Former Pakistani secret police agency (1972–77)

The Federal Security Force (FSF) was a paramilitary and secret police force in Pakistan from 1972 to 1977. The FSF was established by then-President Zulfikar Ali Bhutto as a task force of the Government of Pakistan as a substitute for the use of the Pakistan Armed Forces in civilian affairs. It was mainly to serve as protection for civil leadership such as the Prime Minister and Leader of the Opposition, and assisting the government and police in maintaining law and order. The FSF was disbanded by military dictator Muhammad Zia-ul-Haq after Bhutto was overthrown in the 1977 Pakistani military coup.

==History==
The Federal Security Force was established in 1972 by Zulfiqar Ali Bhutto, the President of Pakistan at the time, as a paramilitary force under the direct control of the Government of Pakistan. Its formation was a response to a police strike in March 1972, which raised concerns about the reliability of existing law enforcement institutions and the potential for increased civil unrest.

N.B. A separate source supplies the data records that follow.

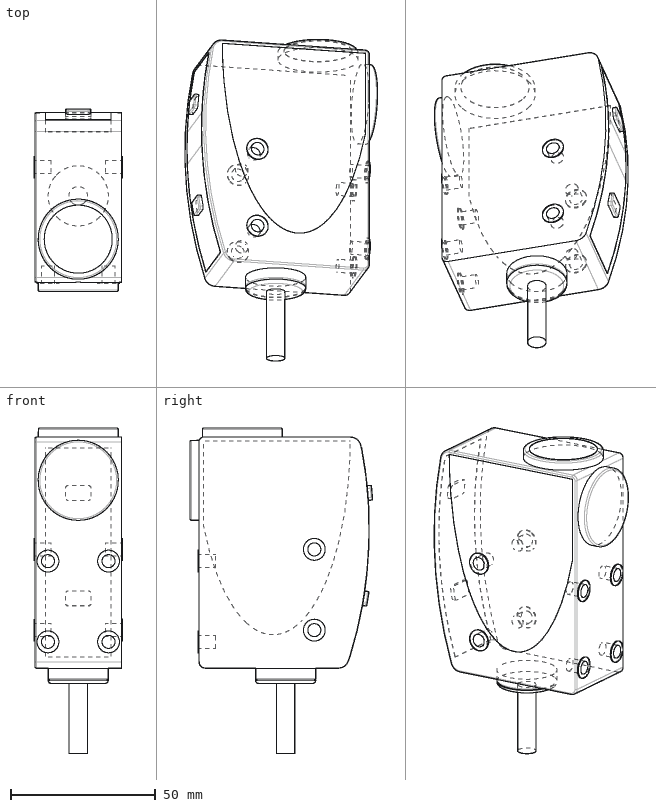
import cadquery as cq
import math


TOTAL_HEIGHT = 112.7

WIDTH = 30.0
HEIGHT = 80.0
DEPTH = 58.8
BACK_RADIUS = 149.9
BACK_APEX_Z = 48.2
BACK_CENTER_Y = DEPTH - BACK_RADIUS
BACK_CORNER_RADIUS = 3.8
FRONT_TOP_RADIUS = 1.7
FRONT_BOTTOM_RADIUS = 2.3
SIDE_EDGE_RADIUS = 0.6

RELIEF = 0.1

WINDOW_DIAMETER = 27.7
WINDOW_SETBACK = 15.0
WINDOW_HEIGHT = 3.2
WINDOW_EDGE_RADIUS = 0.6
TOP_RECESS_DIAMETER = 23.5

PANEL_SEMI_WIDTH = 26.7
PANEL_SEMI_HEIGHT = 67.0
PANEL_CENTER_Y = 25.6
PANEL_FRONT_Y = 1.6
PANEL_TOP_Z = HEIGHT - 1.4

LABEL_WIDTH = 22.8
LABEL_BOTTOM_Z = BACK_CORNER_RADIUS
LABEL_TOP_Z = HEIGHT - BACK_CORNER_RADIUS

BOSS_DIAMETER = 7.5
BOSS_HEIGHT = 0.39
HOLE_DIAMETER = 4.5
HOLE_DEPTH = 5.6
BOSS_SPACING_Z = 27.9
FRONT_BOSS_X = 10.5
FRONT_BOSS_Z = 9.1
SIDE_BOSS_Y = 39.9
SIDE_BOSS_Z = 13.2

BUTTON_WIDTH = 8.8
BUTTON_LENGTH = 5.2
BUTTON_HEIGHT = 1.6
BUTTON_CORNER_RADIUS = 1.0
BUTTON_EDGE_RADIUS = 0.5
BUTTON_ROOT = 1.1
BUTTON_HEIGHTS_Z = (60.6, 24.2)

CABLE_Y = 2 * WINDOW_SETBACK
COLLAR_DIAMETER = 20.8
COLLAR_HEIGHT = 4.0
COLLAR_EDGE_RADIUS = 0.6
CAP_HEIGHT = 1.2
CAP_EDGE_RADIUS = 1.1
CABLE_DIAMETER = 6.4
CABLE_END_Z = HEIGHT + WINDOW_HEIGHT - TOTAL_HEIGHT


def back_y(z):
    """Y of the back surface at height z."""
    return BACK_CENTER_Y + math.sqrt(BACK_RADIUS ** 2 - (z - BACK_APEX_Z) ** 2)


def disc(origin, outward, diameter, height):
    """Cylinder standing on origin and pointing outward."""
    return cq.Workplane(cq.Plane(origin=origin, normal=outward)).circle(diameter / 2).extrude(height)


def housing_block():
    block = (
        cq.Workplane("YZ", origin=(-WIDTH / 2, 0, 0))
        .lineTo(back_y(0), 0)
        .threePointArc((DEPTH, BACK_APEX_Z), (back_y(HEIGHT), HEIGHT))
        .lineTo(0, HEIGHT)
        .close()
        .extrude(WIDTH)
    )
    block = block.faces(">Z").edges("|X and >Y").fillet(BACK_CORNER_RADIUS)
    block = block.faces("<Z").edges("|X and >Y").fillet(BACK_CORNER_RADIUS)
    block = block.faces("<Y").edges(">Z").fillet(FRONT_TOP_RADIUS)
    block = block.faces("<Y").edges("<Z").fillet(FRONT_BOTTOM_RADIUS)
    return block.faces("<X").edges().fillet(SIDE_EDGE_RADIUS)


def panel_cutter():
    """Lower half of an ellipse, cut off straight near the front face."""
    ellipse = (
        cq.Workplane("YZ", origin=(-WIDTH / 2, PANEL_CENTER_Y, PANEL_TOP_Z))
        .ellipse(PANEL_SEMI_WIDTH, PANEL_SEMI_HEIGHT)
        .extrude(RELIEF)
    )
    limit = cq.Workplane("XY", origin=(0, PANEL_FRONT_Y, 0)).box(
        WIDTH, DEPTH, PANEL_TOP_Z, centered=(True, False, False)
    )
    return ellipse.intersect(limit)


def label():
    """Thin raised plate that follows the bulge of the back face."""
    plate = (
        cq.Workplane("YZ", origin=(-LABEL_WIDTH / 2, BACK_CENTER_Y, BACK_APEX_Z))
        .circle(BACK_RADIUS + RELIEF)
        .circle(BACK_RADIUS - RELIEF)
        .extrude(LABEL_WIDTH)
    )
    limit = cq.Workplane("XY", origin=(0, 0, LABEL_BOTTOM_Z)).box(
        WIDTH, 2 * DEPTH, LABEL_TOP_Z - LABEL_BOTTOM_Z, centered=(True, True, False)
    )
    return plate.intersect(limit)


def front_window():
    root = (0, FRONT_TOP_RADIUS, HEIGHT - WINDOW_SETBACK)
    window = disc(root, (0, -1, 0), WINDOW_DIAMETER, FRONT_TOP_RADIUS + WINDOW_HEIGHT)
    return window.faces("<Y").edges().fillet(WINDOW_EDGE_RADIUS)


def top_window():
    root = (0, WINDOW_SETBACK, HEIGHT - FRONT_TOP_RADIUS)
    window = disc(root, (0, 0, 1), WINDOW_DIAMETER, FRONT_TOP_RADIUS + WINDOW_HEIGHT)
    window = window.faces(">Z").edges().fillet(WINDOW_EDGE_RADIUS)
    top = (0, WINDOW_SETBACK, HEIGHT + WINDOW_HEIGHT)
    return window.cut(disc(top, (0, 0, -1), TOP_RECESS_DIAMETER, RELIEF))


def button(z):
    """Rounded button standing square to the back surface at height z."""
    at_apex = (
        cq.Workplane("XZ", origin=(0, DEPTH - BUTTON_ROOT, BACK_APEX_Z))
        .rect(BUTTON_WIDTH, BUTTON_LENGTH)
        .extrude(-(BUTTON_ROOT + BUTTON_HEIGHT))
        .edges("|Y").fillet(BUTTON_CORNER_RADIUS)
        .faces(">Y").edges().fillet(BUTTON_EDGE_RADIUS)
    )
    turn = math.degrees(math.asin((z - BACK_APEX_Z) / BACK_RADIUS))
    axis_start = (0, BACK_CENTER_Y, BACK_APEX_Z)
    axis_end = (1, BACK_CENTER_Y, BACK_APEX_Z)
    return at_apex.rotate(axis_start, axis_end, turn)


def boss_seats():
    """Middle and outward direction of every mounting boss on the front, -X and +X faces."""
    seats = []
    for rise in (0, BOSS_SPACING_Z):
        for side in (-1, 1):
            seats.append(((side * FRONT_BOSS_X, 0, FRONT_BOSS_Z + rise), (0, -1, 0)))
            seats.append(((side * WIDTH / 2, SIDE_BOSS_Y, SIDE_BOSS_Z + rise), (side, 0, 0)))
    return seats


def add_boss(body, seat, outward):
    middle = cq.Vector(seat)
    direction = cq.Vector(outward)
    root = middle - direction * RELIEF
    rim = middle + direction * BOSS_HEIGHT
    boss = disc(root, direction, BOSS_DIAMETER, RELIEF + BOSS_HEIGHT)
    hole = disc(rim, -direction, HOLE_DIAMETER, BOSS_HEIGHT + HOLE_DEPTH)
    return body.union(boss).cut(hole)


def collar():
    ring = disc((0, CABLE_Y, 0), (0, 0, -1), COLLAR_DIAMETER, COLLAR_HEIGHT)
    return ring.faces("<Z").edges().fillet(COLLAR_EDGE_RADIUS)


def make_housing():
    body = housing_block().cut(panel_cutter()).union(label())
    body = body.union(front_window()).union(top_window()).union(collar())
    for z in BUTTON_HEIGHTS_Z:
        body = body.union(button(z))
    for seat, outward in boss_seats():
        body = add_boss(body, seat, outward)
    return body


def make_cable():
    """Round cable with a cap that closes the underside of the collar."""
    cap = disc((0, CABLE_Y, -COLLAR_HEIGHT), (0, 0, -1), COLLAR_DIAMETER, CAP_HEIGHT)
    cap = cap.faces("<Z").edges().fillet(CAP_EDGE_RADIUS)
    cap_bottom_z = -COLLAR_HEIGHT - CAP_HEIGHT
    cord = disc((0, CABLE_Y, cap_bottom_z), (0, 0, -1), CABLE_DIAMETER, cap_bottom_z - CABLE_END_Z)
    return cap.union(cord)


housing = make_housing()
cable = make_cable()
result = cq.Compound.makeCompound([housing.val(), cable.val()])

The FSF also served as a civilian armed force to balance with the Pakistan Armed Forces, which was deeply involved in the politics of Pakistan and had ruled the country from 1958 to 1971.

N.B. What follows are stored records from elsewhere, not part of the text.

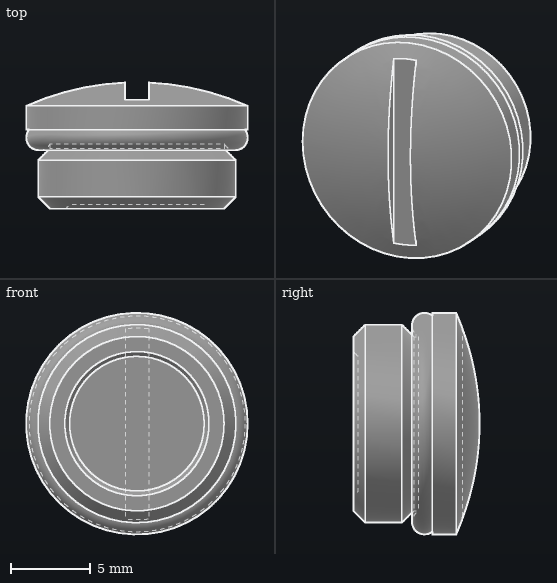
import cadquery as cq
import math

flange_diameter = 14.0
flange_thickness = 1.5
flange_front = 5.0
dome_height = 1.5
body_diameter = 12.5
front_face_diameter = 11.0
body_back = 3.07
neck_diameter = 11.0
ring_section_diameter = 1.6
ring_center = 4.5
recess_diameter = 9.1
recess_floor_diameter = 8.5
recess_depth = 0.3
slot_width = 1.5
slot_depth = 1.1

flange_radius = flange_diameter / 2
body_radius = body_diameter / 2
face_radius = front_face_diameter / 2
neck_radius = neck_diameter / 2
recess_radius = recess_diameter / 2
recess_floor_radius = recess_floor_diameter / 2
front_chamfer = body_radius - face_radius
ring_section_radius = ring_section_diameter / 2
ring_path_radius = flange_radius - ring_section_radius
neck_start = body_back + body_radius - neck_radius
dome_base = flange_front + flange_thickness
dome_top = dome_base + dome_height
dome_radius = (flange_radius**2 + dome_height**2) / (2 * dome_height)


def make_plug():
    """Revolve the recessed body, neck, sealing ring, flange and domed head."""
    ring_neck_offset = math.sqrt(ring_section_radius**2 - (ring_path_radius - neck_radius) ** 2)
    ring_flange_offset = math.sqrt(ring_section_radius**2 - (flange_front - ring_center) ** 2)
    mid_radius = flange_radius / 2
    dome_center = dome_top - dome_radius
    mid_height = dome_center + math.sqrt(dome_radius**2 - mid_radius**2)
    profile = (
        cq.Workplane("XY")
        .moveTo(0, recess_depth)
        .lineTo(recess_floor_radius, recess_depth)
        .lineTo(recess_radius, 0)
        .lineTo(face_radius, 0)
        .lineTo(body_radius, front_chamfer)
        .lineTo(body_radius, body_back)
        .lineTo(neck_radius, neck_start)
        .lineTo(neck_radius, ring_center - ring_neck_offset)
        .threePointArc(
            (flange_radius, ring_center),
            (ring_path_radius + ring_flange_offset, flange_front),
        )
        .lineTo(flange_radius, flange_front)
        .lineTo(flange_radius, dome_base)
        .threePointArc((mid_radius, mid_height), (0, dome_top))
        .close()
    )
    return profile.revolve(360, (0, 0, 0), (0, 1, 0))


def make_slot():
    """Screwdriver slot running along Z across the dome."""
    cutter = cq.Workplane("XY").box(slot_width, 2 * slot_depth, flange_diameter)
    return cutter.translate((0, dome_top, 0))


result = make_plug().cut(make_slot())

At its peak, the FSF comprised over 15,000 personnel. Its primary responsibilities included assisting the police in maintaining order, securing political events, surveilling political opponents and, in some instances, using violence to suppress opposition. The FSF also engaged in intelligence collection aimed at countering opposition parties and identifying potential threats.

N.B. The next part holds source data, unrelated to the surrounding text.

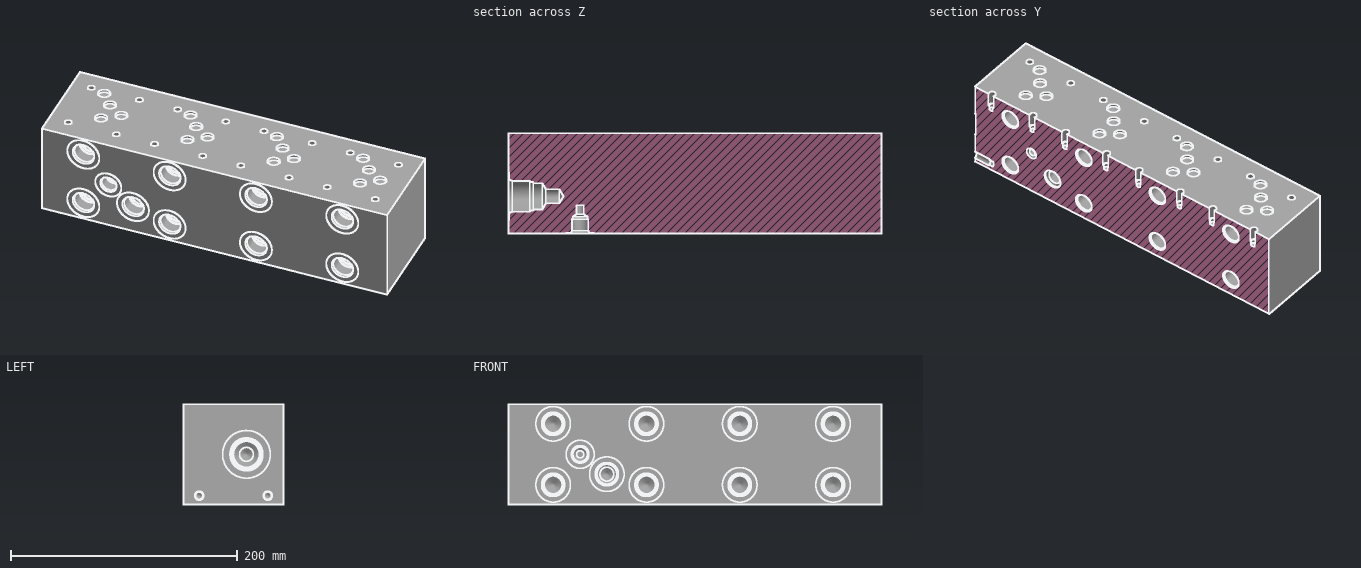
import cadquery as cq
import math

LENGTH = 330.2
DEPTH = 88.9
HEIGHT = 88.9

STATION_COUNT = 4
STATION_PITCH = LENGTH / STATION_COUNT

DRILL_POINT_ANGLE = math.radians(118)
SPOTFACE_DEPTH = 0.5

BOLT_SPAN_X = 46.0
BOLT_SPAN_Y = 54.0
FIRST_BOLT_X = 18.1
BOLT_MAJOR_DIAMETER = 6.35
BOLT_MINOR_DIAMETER = 5.11
BOLT_THREAD_DEPTH = 14.0
BOLT_DRILL_DEPTH = 18.0
VALVE_PORT_DIAMETER = 11.12
VALVE_PORT_DEPTH = 3.0
TANK_OFFSET_X = 13.6
WORK_OFFSET_X = 24.6
PRESSURE_OFFSET_X = 39.7
TANK_OFFSET_Y = 23.8
WORK_OFFSET_Y = 10.3

FIRST_WORK_PORT_X = 39.6
WORK_PORT_SPACING_Z = BOLT_SPAN_Y
WORK_SPOTFACE_DIAMETER = 30.63
WORK_MOUTH_DIAMETER = 20.6
WORK_SEAT_DIAMETER = 19.25
WORK_MAJOR_DIAMETER = 19.05
WORK_MINOR_DIAMETER = 17.5
WORK_BORE_DIAMETER = 15.88
WORK_SEAT_DEPTH = 2.8
WORK_MAJOR_DEPTH = 14.3
WORK_THREAD_DEPTH = 17.0
WORK_DRILL_DEPTH = 28.0

TANK_PORT_X = 87.1
TANK_PORT_Z = 26.9
TANK_DRILL_DIAMETER = 12.29
TANK_DRILL_DEPTH = 40.0

GAUGE_PORT_X = 63.5
GAUGE_SPOTFACE_DIAMETER = 24.92
GAUGE_MOUTH_DIAMETER = 15.6
GAUGE_SEAT_DIAMETER = 14.5
GAUGE_MAJOR_DIAMETER = 14.29
GAUGE_MINOR_DIAMETER = 12.9
GAUGE_SEAT_DEPTH = 2.5
GAUGE_MAJOR_DEPTH = 12.7
GAUGE_THREAD_DEPTH = 15.0
GAUGE_DRILL_DIAMETER = 6.35
GAUGE_DRILL_DEPTH = 25.0

PRESSURE_PORT_Y = 33.0
PRESSURE_SPOTFACE_DIAMETER = 42.2
PRESSURE_MOUTH_DIAMETER = 29.2
PRESSURE_SEAT_DIAMETER = 27.43
PRESSURE_MAJOR_DIAMETER = 26.99
PRESSURE_MINOR_DIAMETER = 24.92
PRESSURE_BORE_DIAMETER = 23.01
PRESSURE_SEAT_DEPTH = 3.3
PRESSURE_MAJOR_DEPTH = 19.05
PRESSURE_THREAD_DEPTH = 22.0
PRESSURE_BORE_DEPTH = 30.0
PRESSURE_DRILL_DIAMETER = 12.29
PRESSURE_DRILL_DEPTH = 45.0

END_BOLT_EDGE_Y = 14.1
END_BOLT_Z = 7.9
END_BOLT_MAJOR_DIAMETER = 7.92
END_BOLT_MINOR_DIAMETER = 6.53
END_BOLT_THREAD_DEPTH = 16.0
END_BOLT_DRILL_DEPTH = 20.0

TOP = "top"
FRONT = "front"
END = "left end"


def cone_height(wide_diameter, narrow_diameter=0.0):
    """Height of a drill-point cone between two diameters."""
    return (wide_diameter - narrow_diameter) / 2 / math.tan(DRILL_POINT_ANGLE / 2)


def revolved_cutter(stations, position, face):
    """Round cutter from (diameter, depth) stations, going into a face at position."""
    profile = [(0, 0)] + [(diameter / 2, depth) for diameter, depth in stations]
    last_diameter, last_depth = stations[-1]
    if last_diameter > 0:
        profile.append((0, last_depth))
    cutter = cq.Workplane("XY").polyline(profile).close().revolve(360, (0, 0), (0, 1))
    if face == TOP:
        cutter = cutter.rotate((0, 0, 0), (1, 0, 0), -90)
    elif face == END:
        cutter = cutter.rotate((0, 0, 0), (0, 0, 1), -90)
    return cutter.translate(position)


def drilled(diameter, start_depth, end_depth):
    """Stations of a drilled bore that ends in a drill point."""
    return [(diameter, start_depth), (diameter, end_depth), (0, end_depth + cone_height(diameter))]


def tapped_hole(major, minor, thread_depth, drill_depth):
    """Stations of a tapped blind hole: thread, then the tap drill behind it."""
    return [(major, 0), (major, thread_depth)] + drilled(minor, thread_depth, drill_depth)


def port_mouth(spotface, mouth, seat, major, seat_depth, major_depth):
    """Stations of a spotfaced port: tapered seal seat, then full thread."""
    return [
        (spotface, 0),
        (spotface, SPOTFACE_DEPTH),
        (mouth, SPOTFACE_DEPTH),
        (seat, seat_depth),
        (major, seat_depth),
        (major, major_depth),
    ]


def stepped_bore(bore, start_depth, bore_depth, drill, drill_depth):
    """Stations of a bore whose drill point runs into a narrower, deeper drill."""
    step_depth = bore_depth + cone_height(bore, drill)
    return [(bore, start_depth), (bore, bore_depth)] + drilled(drill, step_depth, drill_depth)


def mounting_pattern_cutters(bolt_x):
    """Four tapped holes and four ports of one valve station."""
    centre_y = DEPTH / 2
    bolt = tapped_hole(BOLT_MAJOR_DIAMETER, BOLT_MINOR_DIAMETER, BOLT_THREAD_DEPTH, BOLT_DRILL_DEPTH)
    port = drilled(VALVE_PORT_DIAMETER, 0, VALVE_PORT_DEPTH)
    port_offsets = [
        (TANK_OFFSET_X, TANK_OFFSET_Y),
        (WORK_OFFSET_X, WORK_OFFSET_Y),
        (WORK_OFFSET_X, -WORK_OFFSET_Y),
        (PRESSURE_OFFSET_X, 0),
    ]
    cutters = []
    for offset_x in (0, BOLT_SPAN_X):
        for offset_y in (-BOLT_SPAN_Y / 2, BOLT_SPAN_Y / 2):
            cutters.append(revolved_cutter(bolt, (bolt_x + offset_x, centre_y + offset_y, HEIGHT), TOP))
    for offset_x, offset_y in port_offsets:
        cutters.append(revolved_cutter(port, (bolt_x + offset_x, centre_y + offset_y, HEIGHT), TOP))
    return cutters


def large_front_mouth():
    """Mouth shared by the work ports and the tank port."""
    return port_mouth(
        WORK_SPOTFACE_DIAMETER,
        WORK_MOUTH_DIAMETER,
        WORK_SEAT_DIAMETER,
        WORK_MAJOR_DIAMETER,
        WORK_SEAT_DEPTH,
        WORK_MAJOR_DEPTH,
    )


def work_port_cutters(port_x):
    """Upper and lower work port of one valve station."""
    port = large_front_mouth()
    port += [(WORK_MINOR_DIAMETER, WORK_MAJOR_DEPTH), (WORK_MINOR_DIAMETER, WORK_THREAD_DEPTH)]
    port += drilled(WORK_BORE_DIAMETER, WORK_THREAD_DEPTH, WORK_DRILL_DEPTH)
    rows = (HEIGHT / 2 - WORK_PORT_SPACING_Z / 2, HEIGHT / 2 + WORK_PORT_SPACING_Z / 2)
    return [revolved_cutter(port, (port_x, 0, row_z), FRONT) for row_z in rows]


def tank_port_cutter():
    """Tank port with a narrower drill behind the thread."""
    port = large_front_mouth()
    port += stepped_bore(
        WORK_MINOR_DIAMETER, WORK_MAJOR_DEPTH, WORK_THREAD_DEPTH, TANK_DRILL_DIAMETER, TANK_DRILL_DEPTH
    )
    return revolved_cutter(port, (TANK_PORT_X, 0, TANK_PORT_Z), FRONT)


def gauge_port_cutter():
    """Gauge port, whose small bore ends flat."""
    mouth = port_mouth(
        GAUGE_SPOTFACE_DIAMETER,
        GAUGE_MOUTH_DIAMETER,
        GAUGE_SEAT_DIAMETER,
        GAUGE_MAJOR_DIAMETER,
        GAUGE_SEAT_DEPTH,
        GAUGE_MAJOR_DEPTH,
    )
    step_depth = GAUGE_THREAD_DEPTH + cone_height(GAUGE_MINOR_DIAMETER, GAUGE_DRILL_DIAMETER)
    port = mouth + [
        (GAUGE_MINOR_DIAMETER, GAUGE_MAJOR_DEPTH),
        (GAUGE_MINOR_DIAMETER, GAUGE_THREAD_DEPTH),
        (GAUGE_DRILL_DIAMETER, step_depth),
        (GAUGE_DRILL_DIAMETER, GAUGE_DRILL_DEPTH),
    ]
    return revolved_cutter(port, (GAUGE_PORT_X, 0, HEIGHT / 2), FRONT)


def pressure_port_cutter():
    """Pressure port with a narrower drill behind it."""
    mouth = port_mouth(
        PRESSURE_SPOTFACE_DIAMETER,
        PRESSURE_MOUTH_DIAMETER,
        PRESSURE_SEAT_DIAMETER,
        PRESSURE_MAJOR_DIAMETER,
        PRESSURE_SEAT_DEPTH,
        PRESSURE_MAJOR_DEPTH,
    )
    port = mouth + [
        (PRESSURE_MINOR_DIAMETER, PRESSURE_MAJOR_DEPTH),
        (PRESSURE_MINOR_DIAMETER, PRESSURE_THREAD_DEPTH),
    ]
    port += stepped_bore(
        PRESSURE_BORE_DIAMETER,
        PRESSURE_THREAD_DEPTH,
        PRESSURE_BORE_DEPTH,
        PRESSURE_DRILL_DIAMETER,
        PRESSURE_DRILL_DEPTH,
    )
    return revolved_cutter(port, (0, PRESSURE_PORT_Y, HEIGHT / 2), END)


def end_bolt_cutters():
    """Two tapped mounting holes low on the left end."""
    bolt = tapped_hole(
        END_BOLT_MAJOR_DIAMETER, END_BOLT_MINOR_DIAMETER, END_BOLT_THREAD_DEPTH, END_BOLT_DRILL_DEPTH
    )
    rows = (END_BOLT_EDGE_Y, DEPTH - END_BOLT_EDGE_Y)
    return [revolved_cutter(bolt, (0, row_y, END_BOLT_Z), END) for row_y in rows]


cutters = [tank_port_cutter(), gauge_port_cutter(), pressure_port_cutter()] + end_bolt_cutters()
for station in range(STATION_COUNT):
    station_shift = station * STATION_PITCH
    cutters += mounting_pattern_cutters(FIRST_BOLT_X + station_shift)
    cutters += work_port_cutters(FIRST_WORK_PORT_X + station_shift)

all_cutters = cq.Compound.makeCompound([cutter.val() for cutter in cutters])
block = cq.Workplane("XY").box(LENGTH, DEPTH, HEIGHT, centered=False)
result = block.cut(cq.Workplane(all_cutters)).solids()

Haq Nawaz Tiwana was the FSF's first director general, later replaced by Masood Mahmood, a former British Indian Police Service officer and a Lincoln's Inn law graduate. Mahmood's tenure saw a close collaboration with Bhutto, but shifted allegiance to Zia-ul-Haq following the reopening of the Nawab Muhammad Ahmed Khan Kasuri murder case and he testified against Bhutto, contributing to his execution.

The necessity and motives behind the FSF's establishment have been subjects of debate. Critics argue that its creation was driven by Bhutto's desire to suppress opposition and instill fear among political adversaries. The FSF was implicated in several violent incidents, including the killing of Nazir Ahmad, a Jamaat-i-Islami leader, and the Liaquat Bagh shooting in 1973, which resulted in numerous casualties.

The FSF's legitimacy as a coup-prevention unit came under scrutiny, and its operations increasingly attracted public criticism. The FSF was officially disbanded in July 1977 by Zia-ul Haq administration. After its disestablishment in 1977, cases were opened against FSF officials Mian Abbas, Arshad Iqbal, Ghulam Mustafa, and Rana Iftikhar and were later sentenced to death for extrajudicial killings.